The life of Don Smith produced a net increase in the world, he left behind much much more than he came into this world with and much much more than he took out! Oh how the recipients of the gifts poured out by the Lord through him have been abundantly blessed, strengthened and nourished. This fact is manifest to some of us by the simple fact that we’re even alive, it’s demonstrated to others because you’re here and you’re saved, married or baptized, all indelible marks of Don’s earthly service. In the end though, we know it because as we say good-by to Don we feel the grief brought by the sting of death: the loss of fellowship with someone we love. The absence of a husband, a father, a good friend.
Death is an enemy. It has a sting. Death brings grief, this loss of fellowship. But we’re called to a grief that has no sorrow, and we’re called to sadness that is blessed and without bitterness. It’s the kind of sadness that you have when saying good-bye at the airport. We will miss Don, but we will see him again. We can be sure of this because we know a great mystery. The secret’s out, death isn’t the end. We shall not all sleep, but we shall be changed, in a moment at the last trumpet and the dead shall be raised incorruptible and we shall be changed.
Death is an enemy that we are besieging and those older than us are further up the ladder ready to go over the top of the wall. Don Smith is over the wall, across the river and with Christ in perfect fellowship forever more. He’s heard the words “Well done, good and faithful servant; you have been faithful over a few things, I will make you ruler over many things: enter thou into the joy of thy lord.” The secret is that in Christ, death is the beginning of true life, life in Christ.
O death, where is your sting? O grave, where is your victory?
The sting of death is sin; and the strength of sin is the law.
But thanks be to God, which gives us the victory through our Lord Jesus Christ.

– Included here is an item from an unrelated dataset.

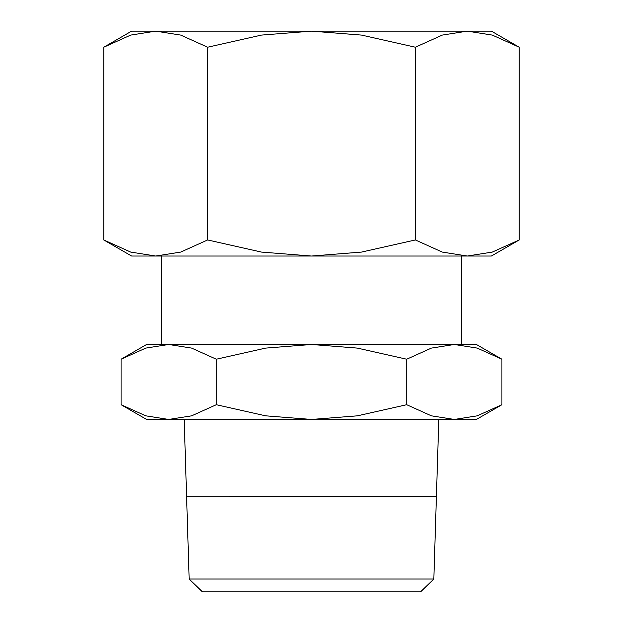 <?xml version="1.0" encoding="UTF-8"?>
<svg xmlns="http://www.w3.org/2000/svg" width="623" height="623" viewBox="0 0 623 623"><rect width="100%" height="100%" fill="white"/><g stroke="black" fill="none" stroke-linecap="round" stroke-linejoin="round"><path stroke-width="0.93" d="M461.417 256.03L461.417 344.488L454.315 344.488L477.249 348.101L501.92 359.214L476.408 344.488L161.583 344.488L161.583 256.03M146.592 344.488L121.08 359.214L145.751 348.101L168.685 344.488L146.592 344.488M476.408 419.443L501.92 404.716L477.249 415.829L454.315 419.443L431.381 415.829L406.71 404.716L357.368 415.829L311.5 419.443L476.408 419.443M121.08 404.716L146.592 419.443L311.5 419.443L265.632 415.829L216.29 404.716L191.619 415.829L168.685 419.443L145.751 415.829L121.08 404.716L121.08 359.214M436.396 496.617L438.81 419.443M436.396 496.656L393.954 496.656M229.046 496.656L436.396 496.578M184.19 419.443L186.604 496.617M420.587 591.85L433.826 579.016L436.396 496.726L186.604 496.726L189.174 579.016L202.413 591.85L420.587 591.85M519.232 47.216L491.399 31.15L131.601 31.15L103.768 47.216L130.682 35.09L155.703 31.15L180.717 35.09L207.63 47.216L261.465 35.09L311.5 31.15L361.535 35.09L415.37 47.216L442.283 35.09L467.297 31.15L492.318 35.09L519.232 47.216L519.232 239.956L492.318 252.081L467.297 256.03L491.399 256.03L519.232 239.956M103.768 239.956L131.601 256.03L467.297 256.03L442.283 252.081L415.37 239.956L361.535 252.081L311.5 256.03L261.465 252.081L207.63 239.956L180.717 252.081L155.703 256.03L130.682 252.081L103.768 239.956L103.768 47.216M415.37 239.956L415.37 47.216M207.63 239.956L207.63 47.216M189.174 579.016L433.826 579.016M168.685 344.488L191.619 348.101L216.29 359.214L265.632 348.101L311.5 344.488L357.368 348.101L406.71 359.214L431.381 348.101L454.315 344.488M406.71 404.716L406.71 359.214M216.29 404.716L216.29 359.214M501.92 404.716L501.92 359.214"/></g></svg>

Therefore, my beloved brethren, be steadfast, unmoveable, always abounding in the work of the Lord, forasmuch as you know that, your labour is not in vain in the Lord.
And so we say rest in paradise, Pepa. We’ll look at you when we see the whites of your eyes.
[Acknowledgements: I have nothing of my own and imitation is the highest form of flattery. Among others I don’t even realize, my thanks to Doug Wilson for two wonderfully hopeful and helpful analogies: the airport and besieging death. ]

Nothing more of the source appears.